Assignment: Check each line of the records below for the word "union" and give the number of lines that have it, with nothing added.

Given records:
· · · · · · ·
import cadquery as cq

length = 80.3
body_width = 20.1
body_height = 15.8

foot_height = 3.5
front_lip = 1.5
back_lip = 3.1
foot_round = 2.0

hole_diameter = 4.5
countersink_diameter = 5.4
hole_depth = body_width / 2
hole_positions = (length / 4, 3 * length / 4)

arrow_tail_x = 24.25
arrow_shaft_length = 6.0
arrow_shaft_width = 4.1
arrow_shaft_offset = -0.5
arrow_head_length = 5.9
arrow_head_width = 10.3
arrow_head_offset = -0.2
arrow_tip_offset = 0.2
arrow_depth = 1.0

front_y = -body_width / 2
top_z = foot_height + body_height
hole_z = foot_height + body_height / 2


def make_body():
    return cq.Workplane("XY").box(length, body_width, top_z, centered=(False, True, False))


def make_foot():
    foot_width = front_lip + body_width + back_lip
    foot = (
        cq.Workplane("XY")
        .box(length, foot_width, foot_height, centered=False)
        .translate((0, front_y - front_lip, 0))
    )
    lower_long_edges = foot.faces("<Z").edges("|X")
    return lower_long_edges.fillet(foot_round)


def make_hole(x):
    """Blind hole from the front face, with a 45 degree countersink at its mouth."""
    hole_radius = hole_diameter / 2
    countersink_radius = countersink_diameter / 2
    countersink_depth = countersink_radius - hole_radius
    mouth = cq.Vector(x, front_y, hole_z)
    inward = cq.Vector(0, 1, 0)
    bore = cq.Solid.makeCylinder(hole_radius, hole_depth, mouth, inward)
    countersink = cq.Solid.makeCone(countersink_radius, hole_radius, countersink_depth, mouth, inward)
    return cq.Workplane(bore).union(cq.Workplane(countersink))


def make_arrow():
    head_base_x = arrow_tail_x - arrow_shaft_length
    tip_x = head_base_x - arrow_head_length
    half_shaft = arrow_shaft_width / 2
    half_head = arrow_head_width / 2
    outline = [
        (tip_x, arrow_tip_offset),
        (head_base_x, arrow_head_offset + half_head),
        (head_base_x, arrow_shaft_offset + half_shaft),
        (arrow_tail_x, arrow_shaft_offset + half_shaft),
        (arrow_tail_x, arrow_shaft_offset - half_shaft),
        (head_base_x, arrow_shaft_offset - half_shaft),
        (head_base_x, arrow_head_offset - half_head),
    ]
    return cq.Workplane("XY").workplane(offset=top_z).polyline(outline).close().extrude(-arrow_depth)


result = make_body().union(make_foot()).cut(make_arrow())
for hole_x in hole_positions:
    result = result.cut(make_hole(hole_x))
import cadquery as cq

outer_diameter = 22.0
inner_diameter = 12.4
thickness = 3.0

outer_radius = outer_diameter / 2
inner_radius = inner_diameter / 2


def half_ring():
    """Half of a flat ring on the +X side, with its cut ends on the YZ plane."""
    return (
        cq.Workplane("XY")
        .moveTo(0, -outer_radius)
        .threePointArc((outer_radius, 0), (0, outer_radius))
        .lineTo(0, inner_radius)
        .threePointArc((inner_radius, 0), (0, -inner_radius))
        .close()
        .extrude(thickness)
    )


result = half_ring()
· · · · · · ·
Task answer: 2